A contract upgrade is starting a new debt before the old one has been paid off.2 -
Another bit of homework for you then - unsubscribe to those emails! Sit for half an hour and do as many as you can, the rest just unsubscribe next time you get a new email from them. I'm sure I don't need to tell you how, but just scroll to the bottom and click 'unsubscribe'. Very cathartic and so much nicer only to recieve emails from real people. Makes your head less busy.
People who can't make ends meet don't drive around in super expensive cars on hire purchase. They need that money to eat and heat.
The Range Rover is still the elephant in the room, no matter how much you don't want to admit it. Get rid of that and most of your (debt) problems are solved. Don't forget that you have been using credit cards because you are driving cars that your can't afford.
When you did your calcs, did you account for the balloon payment thing (again, sorry, I don't understand car finance) in your overall cost?
If you got rid of the RR tomorrow, how much would you NOT need to spend on it?

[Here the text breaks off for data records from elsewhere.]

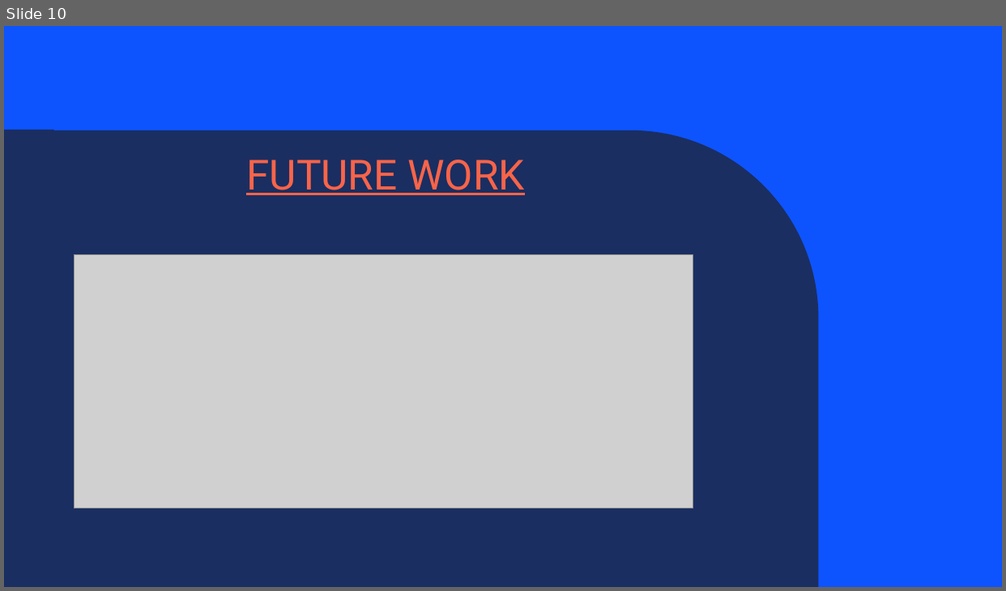
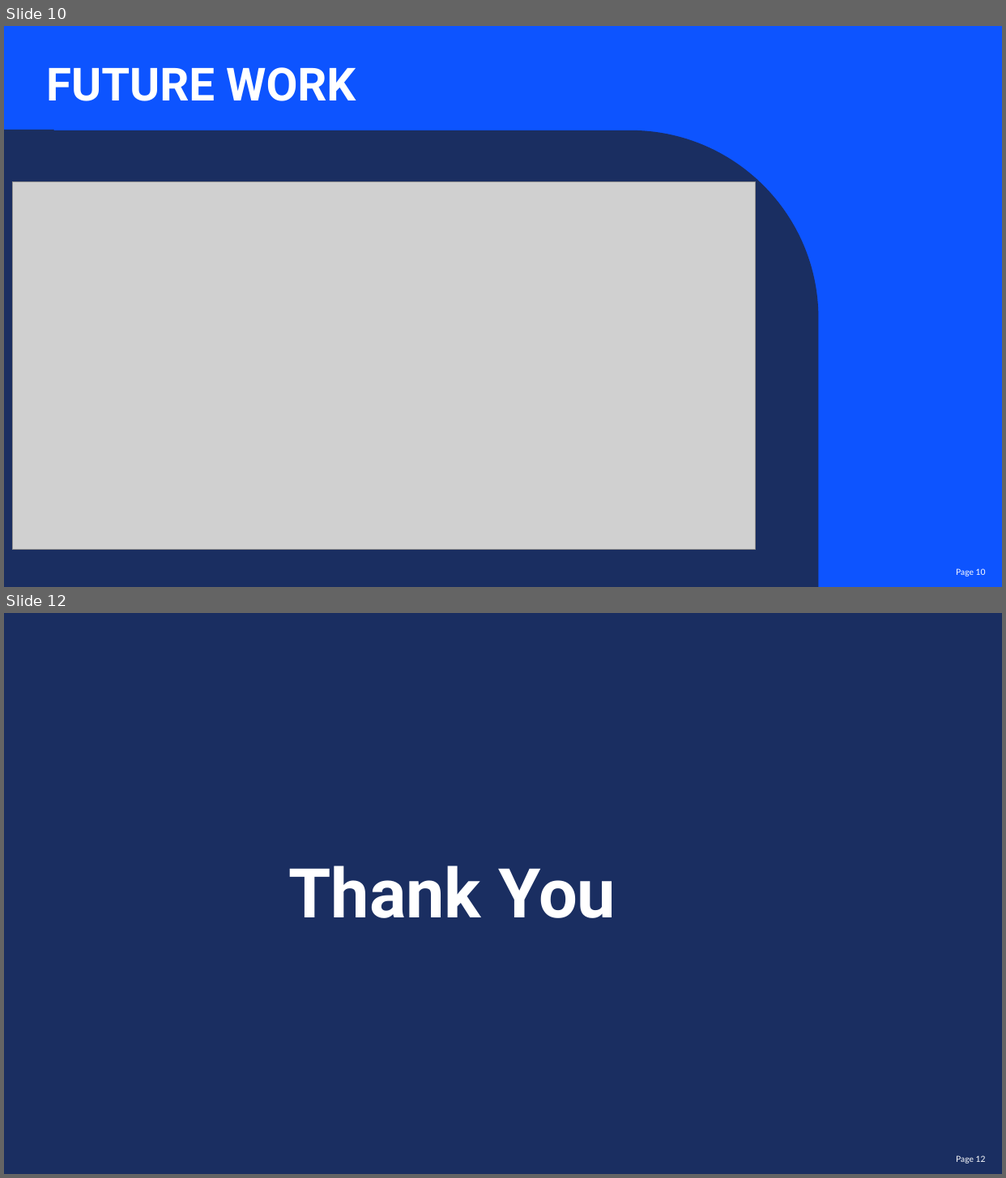
Before and after one commit to Tunir10Chaudhuri/Case_Study_Group_4, a slide deck: Case_Study_Group_4.pptx. Shown one above the other, each under a label of ours: slide 10 before the commit, slides 10 and 12 after it; the slides between them are not shown. The pictures are 1006x591 and 1006x1178 pixels, drawn with LibreOffice and Linux fonts; fonts in the diff are those of the drawing; grey boxes stand for pictures; background and template pictures are left out. Boxes give left, top, right and bottom in pixels: in the first picture for what was removed or moved away, otherwise in the second. Text is boxed around its words. In the diff, an @@ line names an element or a change of style, - is before the commit and + after.

```diff
--- a/Case_Study_Group_4.pptx
+++ b/Case_Study_Group_4.pptx
@@ slide 12 added at (4, 613, 1002, 1174), background #1A2E61 @@
@@ text added at (288, 866, 616, 918), 66 pt, text #FFFFFF, bold @@
+Thank You
@@ page number added at (956, 1156, 986, 1164), 8 pt, text #FFFFFF @@
+Page 12
@@ slide 10 changed as well @@
@@ text "FUTURE WORK": place and size @@
-text "FUTURE WORK" at (246, 160, 525, 195)
+text "FUTURE WORK" at (46, 67, 356, 101)
@@ text "FUTURE WORK" at (46, 67, 356, 101): size 40 to 44 pt, text colour #F96449 to #FFFFFF, bold on, underline off @@
@@ picture: place and size @@
-picture at (74, 255, 692, 509)
+picture at (13, 182, 756, 550)
@@ page number added at (956, 569, 986, 577), 8 pt, text #FFFFFF @@
+Page 10
```
Also in this commit, not shown: 9 other slides changed, 1 other slide added, 1 slide removed.

I have heard of people who only see the monthly payment and not the overall cost... but you are a smart businessman, this should NOT be you!
Well done on thinking the f-type over. I think it's SO important for you to see where your money has gone so you don't make that same mistake again.
I can absolutely assure you that your wife won't thank you for a new phone when she's cutting back on other things that are probably more important to her and she's putting such an effort in. This sort of expense is one that you discuss. What we do is buy a phone outright, for instance I got a new Samsung Galaxy A20 (all the same functions as any other galaxy), last year for about £150 and will keep it for about 4 years, eh is usually the time that things start to get buggy/ smashed/no memory. Then I pay £10 a month with giffgaff for 10gb and unlimited minutes and texts.
Your wife sounds like she works incredibly hard in all aspects of life. Have you considered how much you would have to pay someone to live the lifestyle that she ensures you have? Cleaner/ gardener/ cook/PT/childminder/valet?
Also, just one other thing... about her having to sleep in a separate room with your baby boy... I'm not trying to make you feel guilty about it, but something like that can affect a mother long term, I felt desperately sad and lonely for her when I read it, she may have developed PND and could affect her feeling of self worth and confidence in working outside the home. It might be why she works so hard at exercise, as an escape. Just something worth considering and perhaps talking about as a couple going forward.
And yes, cook her dinner! Tonight! Your son could help!2 -
Already got rid of some of the emails.
@ryanm8655 You’re right no amount would ever be enough to satisfy me. I am making ends meet with the current budget - no new debt was the aim but right now I’m actually paying off (would be even without the sales). Just find the budget extreme and can’t make ends meet living the lifestyle I want.
Know what you mean about being satisfied by simpler things - always been cars for me there was a time that if I could lay some rubber down at the lights in my knackered E36 M3 and not break anything or get a ticking off by the local plod I was a very happy boy lol. Used to enjoy nights out / weekenders wife stopped that but used to get f**ked up too often so did need to grow up. Good times though.
@RelievedSheff You’re the one with a boat lol. Don’t think I can cut anymore tbf.
@getmore4less I usually take her ‘old’ phone and run it until the end of the contract. Given up my phone just have the business one so not really an option. Would cost about £1.5k going by previous costs over the contract term. Asked her if she wanted one and she said she’s ok can live without it so going to leave it anyway.
@clairebeth I can cover things as they are and make inroads into the debt just a budget I don’t want. I’m not getting rid of the Range Rover. The balloon is not accounted for yet. If I get to the point of the cards being paid I’ll look at it then or it’ll either be refinanced or I’ll buy a new RR and save for the balloon / buy on HP. Not the best I know but it is what it is now.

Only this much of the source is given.